Education matters everywhere, but more so in Hungary. French university graduates show relatively low opposition (18%), about half the rate of those with only basic education (32%). But in Hungary, this education gap nearly doubles - opposition plummets from 52% among the least educated to 29% among college graduates. That’s a dramatic 23-point swing based on education level.

The urban-rural split tells another story. In France’s countryside, opposition runs about 28% - not dramatically higher than cities (19%). But Hungary shows a true urban-rural chasm: 49% opposition in rural areas versus 34% in cities. Some Hungarian villages show opposition rates approaching 60%, among the highest in Europe.

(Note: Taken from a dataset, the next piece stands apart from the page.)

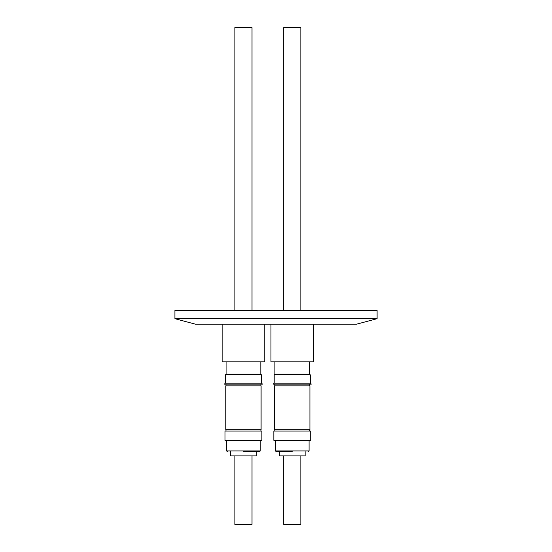 <?xml version="1.0" encoding="UTF-8"?>
<svg xmlns="http://www.w3.org/2000/svg" width="552" height="552" viewBox="0 0 552 552"><rect width="100%" height="100%" fill="white"/><g stroke="black" fill="none" stroke-linecap="round" stroke-linejoin="round"><path stroke-width="0.83" d="M243.453 451.626L259.557 451.626L243.453 451.626M292.277 451.626L276.172 451.626L292.277 451.626M222.139 324.176L222.139 361.864L264.76 361.864L264.76 324.176M226.078 361.864L226.078 374.194M260.82 361.864L260.82 374.194M225.975 374.325L260.923 374.194L225.975 374.194L225.361 374.939L261.544 374.939L261.544 383.164L262.51 384.13L224.388 384.13L225.361 383.164L261.544 383.164M260.923 374.325L261.544 374.939M225.361 374.939L225.361 383.164M260.923 385.841L260.923 384.13M225.975 385.841L225.975 384.13M225.809 429.697L261.096 429.697L261.096 385.841L225.809 385.841L225.809 429.697M225.975 429.697L225.975 431.071M260.923 429.697L260.923 431.071M225.016 440.323L261.883 440.323L261.883 431.071L225.016 431.071L225.016 440.323M226.665 440.323L226.665 450.943L260.24 450.943L259.557 451.626M260.24 440.323L260.24 450.943M230.605 451.626L230.605 455.876L256.3 455.876L256.3 451.626M234.883 455.876L234.883 524.4L252.016 524.4L252.016 455.876M252.016 310.465L252.016 27.6L234.883 27.6L234.883 310.465M270.963 324.176L270.963 361.864L313.584 361.864L313.584 324.176L313.584 361.864M274.903 361.864L274.903 374.194M309.644 361.864L309.644 374.194L309.644 361.864M274.799 374.325L309.748 374.194L274.799 374.194L274.185 374.939L310.362 374.939L310.362 383.164L311.335 384.13L273.212 384.13L274.185 383.164L310.362 383.164L311.335 384.13M309.748 374.194L310.362 374.939L310.362 383.164M274.185 374.939L274.185 383.164M309.748 385.841L309.748 384.13L309.748 385.841M274.799 385.841L274.799 384.13M274.627 429.697L309.92 429.697L309.92 385.841L274.627 385.841L274.627 429.697M274.799 429.697L274.799 431.071M309.748 429.697L309.748 431.071L309.748 429.697M273.84 440.323L310.707 440.323L310.707 431.071L273.84 431.071L273.84 440.323M275.489 440.323L275.489 450.943L309.065 450.943L308.375 451.626M309.065 440.323L309.065 450.943L309.065 440.323M279.429 451.626L279.429 455.876L305.125 455.876L305.125 451.626L305.125 455.876M283.707 455.876L283.707 524.4L300.84 524.4L300.84 455.876L300.84 524.4M300.84 27.6L300.84 310.465L300.84 27.6L283.707 27.6L283.707 310.465M309.748 374.325L310.362 374.939M309.92 429.697L309.92 385.841M310.707 440.323L310.707 431.071M356.613 324.176L195.387 324.176L174.929 318.69L377.071 318.69L356.613 324.176M377.071 318.69L377.071 310.465L174.929 310.465L174.929 318.69M275.489 450.943L276.172 451.626L275.489 450.943M226.665 450.943L227.348 451.626"/></g></svg>

What’s most striking is how these factors compound. A Hungarian villager with minimal education is about four times more likely to oppose LGBTQ+ rights than a Parisian college graduate (56% vs 15%). These gaps have remained stubbornly persistent over time, suggesting deep cultural roots rather than temporary political trends.

The data reveals Hungary as an outlier in European context, particularly in its rural areas. France’s patterns align more closely with Western European norms, though still showing meaningful demographic divides. These findings help explain why LGBTQ+ rights remain contentious in some European nations while gaining broader acceptance in others.